Friday, September 22, 2006

Atlanta Journal Constitution claims US didn't torture during WWII, oh really

Today Ft. Wayne's Journal Gazette re-published a piece from the Atlanta Journal-Constitution, or as Rush Limbaugh calls it the Atlanta Journal-Constipation. In its long-winded high-minded piece the AJC asserts that the US never used rough treatment on POWs in WWII. Lex fired off the following response:

The piece that appeared in the editorial roundup section from the Atlanta J-C in today’s J-G, is perhaps the dumbest or most willfully ignorant thing I’ve seen in print in a long time. To claim that the US didn’t mistreat Nazis and Japanese prisoners during WWII is ludicrous. The writers ought to study the US struggle with Germans in the Battle of the Hurtgen Forest or one of about eight dozen references on Marine actions in the South Pacific.

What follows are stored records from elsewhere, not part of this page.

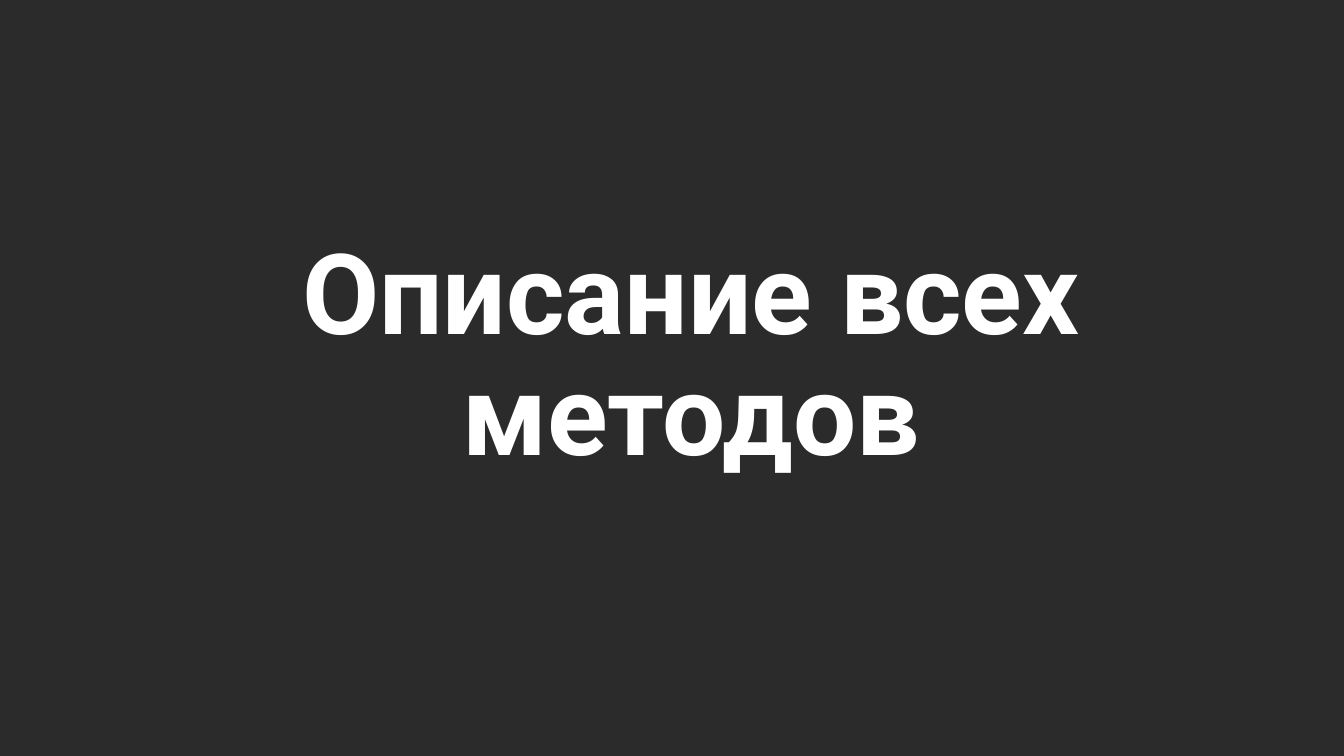
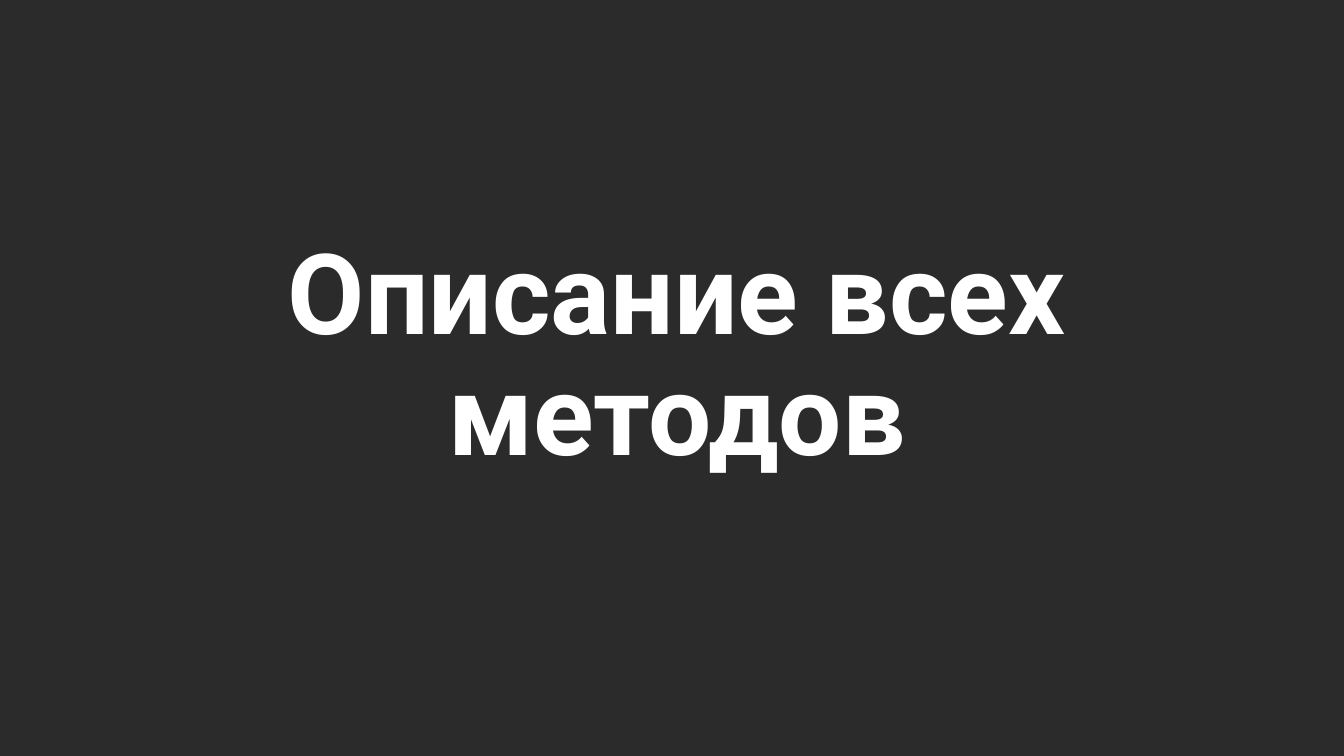
Before and after one commit to NilovPavel/LessonsLinq, a slide deck: slide 35 of LinqOperators.pptx. Drawn at 1344x756 pixels with LibreOffice and Linux fonts; fonts in the diff are those of the drawing; background and template pictures are left out; a plain dark background stands for a picture behind light text. Boxes give left, top, right and bottom in pixels: in the first picture for what was removed or moved away, otherwise in the second. Text is boxed around its words. In the diff, an @@ line names an element or a change of style, - is before the commit and + after.

```diff
--- a/LinqOperators.pptx
+++ b/LinqOperators.pptx
@@ title "Описание всех методов": place and size @@
-title "Описание всех методов" at box(302, 253, 1079, 473)
+title "Описание всех методов" at box(288, 253, 1065, 473)
```
Also in this commit, not shown: 1 other slide changed, 1 other file.

To be sure, the actions were not government policy, but to pretend it didn’t happen or that the government wasn’t aware is dubious at best. The J-C makes its ridiculous assertion because it’s a good way to color the Bush administration’s effort to ensure American safety and clarify Common Article III of the Geneva Convention in the worst possible light.

If anything, Bush is taking the high road by seeking congressional codification of POW treatment rather than just doing what needs to be done. FDR never sought the codification of POW treatment during WWII, where only the most naive among us, or political hacks that populate today's editorial boards, would think rough treatment of POWs on both sides did not commonly occur.

But times were different then. Everyone knew the country was at war. Everyone knew what was at stake. Everyone supported the military and nearly everyone supported the president. The Supreme Court and congress never tried to assert power as the Commander in Chief. There were no protests calling FDR a war criminal when he had four German saboteurs tried by a military tribunal in secret in the basement of the justice building and then hanged.

If the misinformed or under-educated editorial staff at the J-C want to read about American treatment of Muslims in a former war, they should read about how we dealt with Muslim terrorists during the Philippine insurrection. If they’d like to read about American inhumanity to Americans, pick up a book on the Confederate prison at Andersonville.